If you didn't see this on the Tonight show, I hope you're sitting down when you read this. This is probably the funniest date story ever, first date or not!!! We have all had bad dates but this takes the cake.

Jay Leno went into the audience to find the most embarrassing first date that a woman ever had.

The winner described her worst first date experience. There was absolutely no question as to why her tale took the prize!

She said it was midwinter...Snowing and quite cold...and the guy had taken her skiing in the mountains outside Salt Lake City , Utah It was a day trip (no overnight). They were strangers, after all, and truly had never met before.

The outing was fun but relatively uneventful until they were headed home late that afternoon.

They were driving back down the mountain, when she gradually began to realize that she should not have had that extra latte.

They were about an hour away from anywhere with a rest room and in the middle of nowhere!

Her companion suggested she try to hold it, which she did for a while.

Unfortunately, because of the heavy snow and slow going, there came a point where she told him that he had better stop and let her go beside the road, or it would be the front seat of his car. They stopped and she quickly crawled out beside the car, yanked her pants down and started.

In the deep snow she didn't have good footing, so she let her butt rest against the rear fender to steady herself.

Her companion stood on the side of the car watching for traffic and indeed was a real gentleman and refrained from peeking. All she could think about was the relief she felt despite the rather embarrassing nature of the situation. Upon finishing however, she soon became aware of another sensation.

As she bent to pull up her pants, the young lady discovered her buttocks were firmly glued against the car's fender.

Thoughts of tongues frozen to poles immediately came to mind as she attempted to disengage her flesh from the icy metal. It was quickly apparent that she had a brand new problem due to the extreme cold.

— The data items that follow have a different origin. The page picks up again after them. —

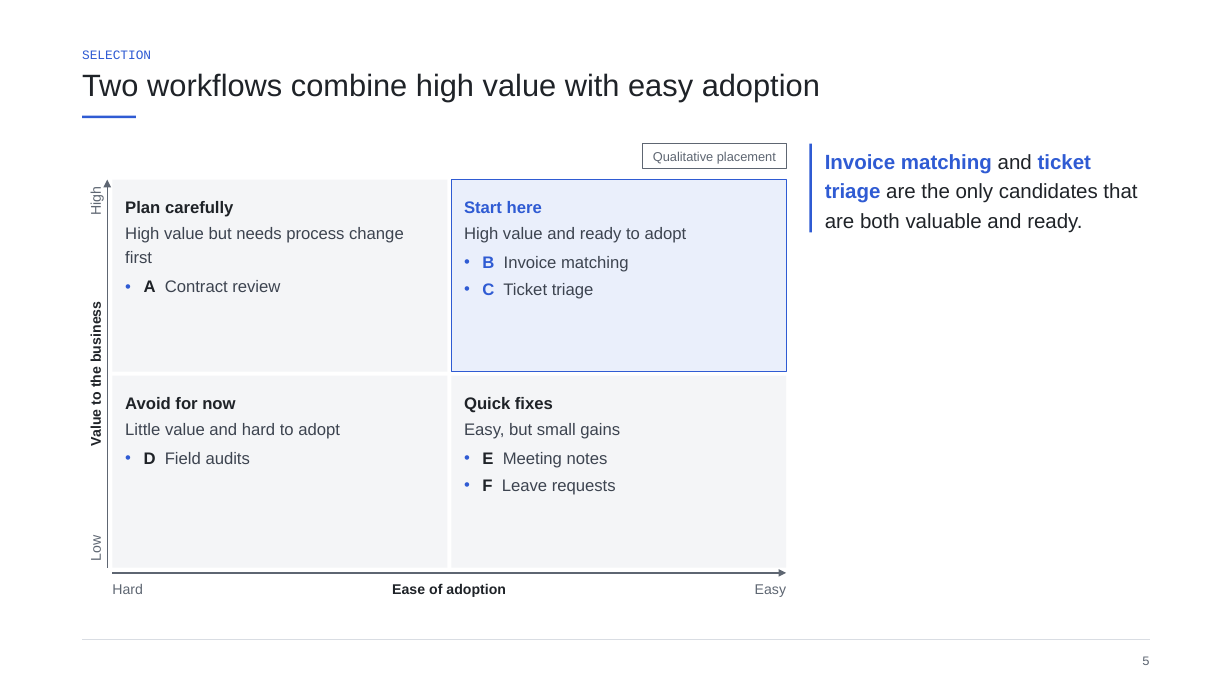
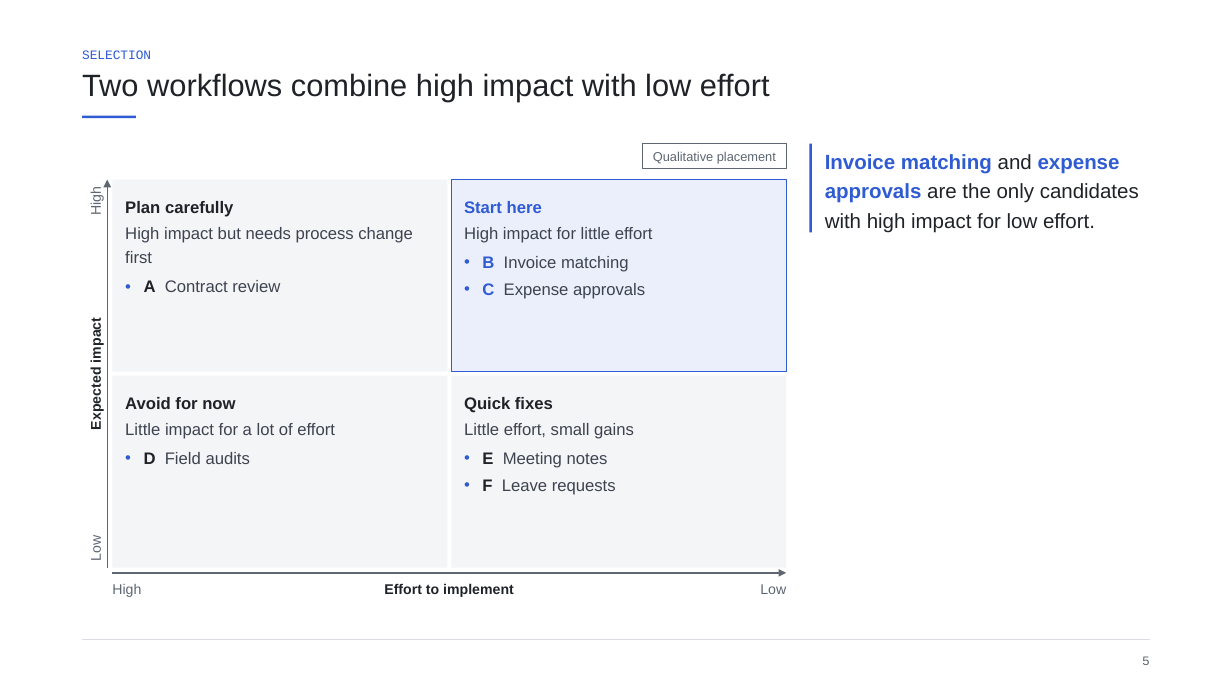
Before and after one commit to jeonghun-app/pptx-deck-skill, a slide deck: slide 5 of docs/examples/frameworks.pptx. Drawn at 1232x693 pixels with LibreOffice and Linux fonts; fonts in the diff are those of the drawing. Boxes give left, top, right and bottom in pixels: in the first picture for what was removed or moved away, otherwise in the second. Text is boxed around its words. In the diff, an @@ line names an element or a change of style, - is before the commit and + after.

```diff
--- a/docs/examples/frameworks.pptx
+++ b/docs/examples/frameworks.pptx
@@ text at (82, 73, 770, 102): text changed @@
-Two workflows combine high value with easy adoption
+Two workflows combine high impact with low effort
@@ text at (825, 154, 1139, 233): text changed @@
-Invoice matching and ticket triage are the only candidates that are both valuable and ready.
+Invoice matching and expense approvals are the only candidates with high impact for low effort.
@@ text at (125, 227, 413, 263): text changed @@
-High value but needs process change first
+High impact but needs process change first
@@ text at (464, 227, 653, 243): text changed @@
-High value and ready to adopt
+High impact for little effort
@@ text at (482, 283, 645, 299): text changed @@
-• C Ticket triage
+• C Expense approvals
@@ text at (88, 321, 104, 428): text changed @@
-Value to the business
+Expected impact
@@ text at (125, 423, 335, 439): text changed @@
-Little value and hard to adopt
+Little impact for a lot of effort
@@ text at (464, 423, 634, 439): text changed @@
-Easy, but small gains
+Little effort, small gains
@@ text at (112, 584, 141, 597): text changed @@
-Hard
+High
@@ text at (384, 583, 514, 597): text changed @@
-Ease of adoption
+Effort to implement
@@ text at (760, 584, 786, 594): text changed @@
-Easy
+Low
```
Also in this commit, not shown: 7 other slides changed, 28 other files.

Horrified by her plight and yet aware of the humor of the moment, she answered her date's concerns about 'what is taking so long' with a reply that indeed, she was 'freezing her butt off' and in need of some assistance!

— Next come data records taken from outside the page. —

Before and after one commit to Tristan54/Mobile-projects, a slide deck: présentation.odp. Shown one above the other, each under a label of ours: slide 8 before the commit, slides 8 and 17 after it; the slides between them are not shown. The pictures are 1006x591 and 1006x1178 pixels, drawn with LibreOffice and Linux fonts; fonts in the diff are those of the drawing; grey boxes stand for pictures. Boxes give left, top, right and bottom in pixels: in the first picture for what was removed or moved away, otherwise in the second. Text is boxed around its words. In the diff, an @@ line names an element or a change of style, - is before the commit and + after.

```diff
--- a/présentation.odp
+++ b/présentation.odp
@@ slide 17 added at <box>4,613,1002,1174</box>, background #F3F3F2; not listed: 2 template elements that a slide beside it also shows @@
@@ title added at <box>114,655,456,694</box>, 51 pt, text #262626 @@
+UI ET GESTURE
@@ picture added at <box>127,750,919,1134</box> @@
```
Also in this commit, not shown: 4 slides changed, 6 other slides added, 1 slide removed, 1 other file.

He came around the car as she tried to cover herself with her sweater and then, as she looked imploringly into his eyes, he burst out laughing. She too, got the giggles and when they finally managed to compose themselves,they assessed her dilemma.

Obviously, as hysterical as the situation was, they also were faced with a real problem. Both agreed it would take something hot to free her chilly cheeks from the grip of the icy metal!

Thinking about what had gotten her into the predicament in the first place, both quickly realized that there was only one way to get her free.

So, as she looked the other way, her first-time date proceeded to unzip his pants and pee her butt off the fender. As the audience screamed in laughter, she took the Tonight Show prize hands down. Or perhaps that should be 'pants down' And you thought your first date was embarrassing.

Jay Leno's comment...'This gives a whole new meaning to being ****ed off.'

Oh, and how did the first date turn out? He became her husband and was sitting next to her on the Leno show.


----------



## NicNak (Dec 5, 2008)

That was so funny!  I got a great chuckle from that.  I can just imagine that happening.

Although, if he had a bottle of Antifreeze, it would have helped too


----------



## Jazzey (Dec 5, 2008)

Ahhhh, love - "ain't it grand!" (and good thing too!  )

Very funny - Thanks Lana.


----------



## Meggylou (Dec 5, 2008)

that is such a unique story and oh so funny!!!
What a tale to tell .


----------



## Meg (Dec 5, 2008)

Argh!  Haha


----------